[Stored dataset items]
....................

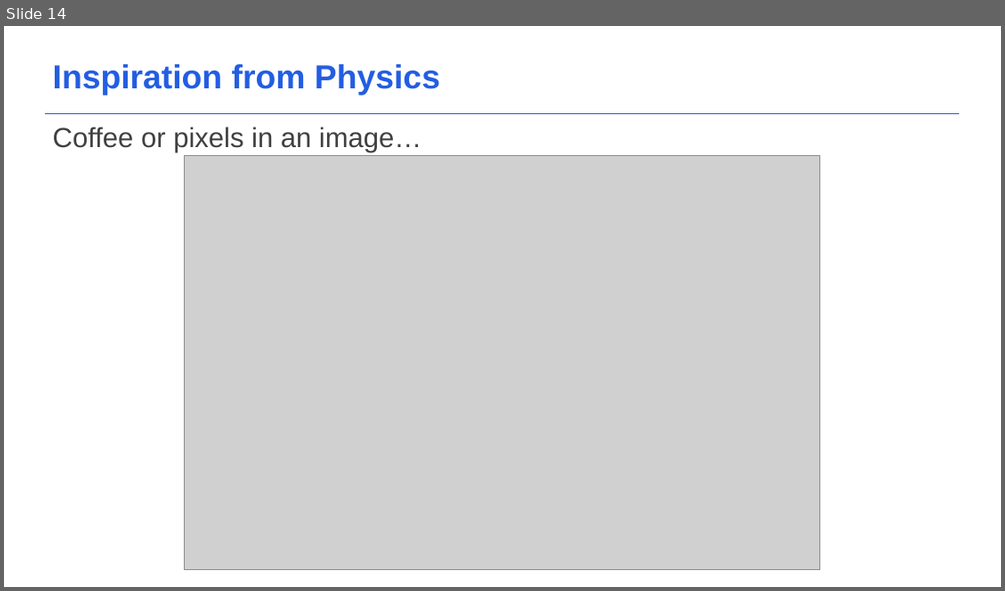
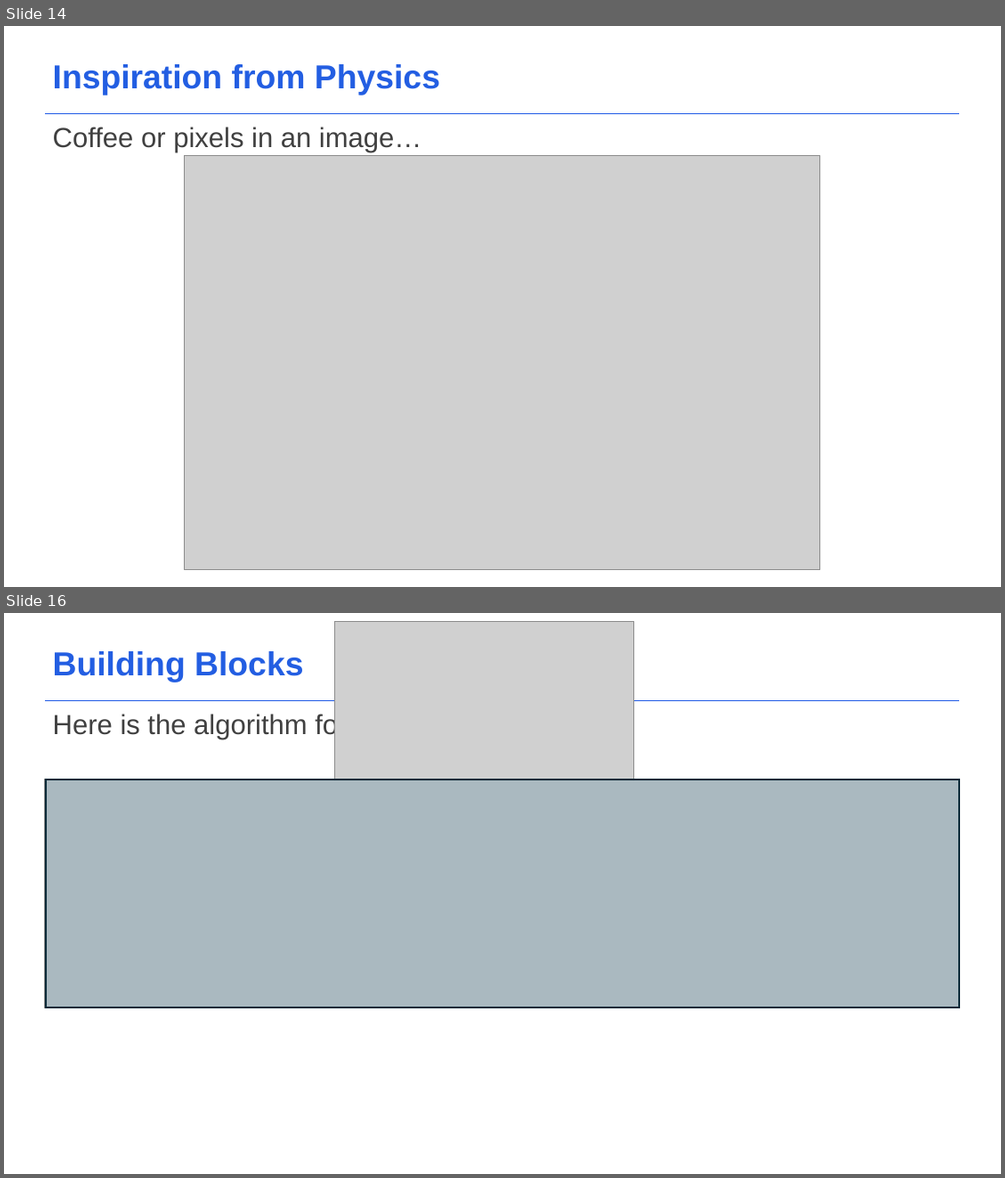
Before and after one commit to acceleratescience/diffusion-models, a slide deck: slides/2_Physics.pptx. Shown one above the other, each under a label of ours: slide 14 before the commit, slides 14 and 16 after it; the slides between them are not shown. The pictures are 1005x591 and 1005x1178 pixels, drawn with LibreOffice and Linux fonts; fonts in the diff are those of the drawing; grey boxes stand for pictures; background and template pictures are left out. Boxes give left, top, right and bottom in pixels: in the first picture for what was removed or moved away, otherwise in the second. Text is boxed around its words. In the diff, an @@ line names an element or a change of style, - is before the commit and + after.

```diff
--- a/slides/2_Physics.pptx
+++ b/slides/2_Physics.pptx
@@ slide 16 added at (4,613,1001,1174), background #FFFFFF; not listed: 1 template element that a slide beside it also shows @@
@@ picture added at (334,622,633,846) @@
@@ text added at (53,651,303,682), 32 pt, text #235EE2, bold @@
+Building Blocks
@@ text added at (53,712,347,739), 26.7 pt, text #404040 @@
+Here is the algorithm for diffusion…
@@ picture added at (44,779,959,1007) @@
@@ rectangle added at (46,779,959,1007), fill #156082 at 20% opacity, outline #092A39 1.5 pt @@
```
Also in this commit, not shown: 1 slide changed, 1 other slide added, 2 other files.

....................

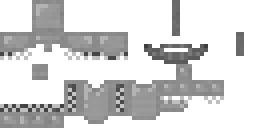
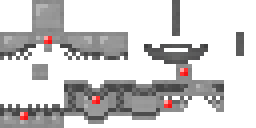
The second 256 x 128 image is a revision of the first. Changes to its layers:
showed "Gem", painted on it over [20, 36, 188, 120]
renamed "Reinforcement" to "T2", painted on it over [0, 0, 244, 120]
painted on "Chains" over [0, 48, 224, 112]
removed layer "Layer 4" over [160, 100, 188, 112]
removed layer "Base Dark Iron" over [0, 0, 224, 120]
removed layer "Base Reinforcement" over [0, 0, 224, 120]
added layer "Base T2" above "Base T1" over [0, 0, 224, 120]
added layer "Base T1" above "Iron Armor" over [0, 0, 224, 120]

....................

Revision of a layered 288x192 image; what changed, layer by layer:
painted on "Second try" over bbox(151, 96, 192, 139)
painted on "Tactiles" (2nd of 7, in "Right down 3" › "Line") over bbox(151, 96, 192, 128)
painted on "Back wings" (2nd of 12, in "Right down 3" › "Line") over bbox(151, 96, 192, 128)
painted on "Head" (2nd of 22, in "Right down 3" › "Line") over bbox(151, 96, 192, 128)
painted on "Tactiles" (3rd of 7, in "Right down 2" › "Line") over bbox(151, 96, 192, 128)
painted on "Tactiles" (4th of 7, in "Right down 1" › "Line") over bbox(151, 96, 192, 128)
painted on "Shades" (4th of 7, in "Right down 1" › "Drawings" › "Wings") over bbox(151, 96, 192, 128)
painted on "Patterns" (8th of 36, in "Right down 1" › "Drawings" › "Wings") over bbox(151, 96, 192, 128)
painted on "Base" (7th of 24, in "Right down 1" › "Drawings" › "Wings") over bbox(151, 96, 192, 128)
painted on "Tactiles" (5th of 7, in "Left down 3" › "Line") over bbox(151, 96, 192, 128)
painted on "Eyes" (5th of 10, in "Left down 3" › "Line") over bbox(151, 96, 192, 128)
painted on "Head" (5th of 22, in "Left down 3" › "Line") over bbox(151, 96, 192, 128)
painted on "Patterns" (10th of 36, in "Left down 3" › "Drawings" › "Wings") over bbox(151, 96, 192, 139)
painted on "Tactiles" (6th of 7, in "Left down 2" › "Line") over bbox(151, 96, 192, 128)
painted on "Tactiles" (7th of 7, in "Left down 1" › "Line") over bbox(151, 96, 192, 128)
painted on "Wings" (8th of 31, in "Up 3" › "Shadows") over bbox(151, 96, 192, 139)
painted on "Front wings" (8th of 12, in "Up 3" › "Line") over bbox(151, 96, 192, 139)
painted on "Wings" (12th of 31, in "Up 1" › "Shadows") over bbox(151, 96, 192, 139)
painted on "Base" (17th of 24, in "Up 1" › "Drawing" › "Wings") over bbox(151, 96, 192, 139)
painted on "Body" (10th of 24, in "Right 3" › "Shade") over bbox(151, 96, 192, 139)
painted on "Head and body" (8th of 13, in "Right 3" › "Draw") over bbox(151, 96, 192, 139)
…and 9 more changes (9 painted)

....................

Please return only the lines above, starting at the line that has "(10th of 36, in" and ending at the line that has "(7th of 7, in", keeping both and leaving each one unchanged.

FINISHED TASK:
painted on "Patterns" (10th of 36, in "Left down 3" › "Drawings" › "Wings") over bbox(151, 96, 192, 139)
painted on "Tactiles" (6th of 7, in "Left down 2" › "Line") over bbox(151, 96, 192, 128)
painted on "Tactiles" (7th of 7, in "Left down 1" › "Line") over bbox(151, 96, 192, 128)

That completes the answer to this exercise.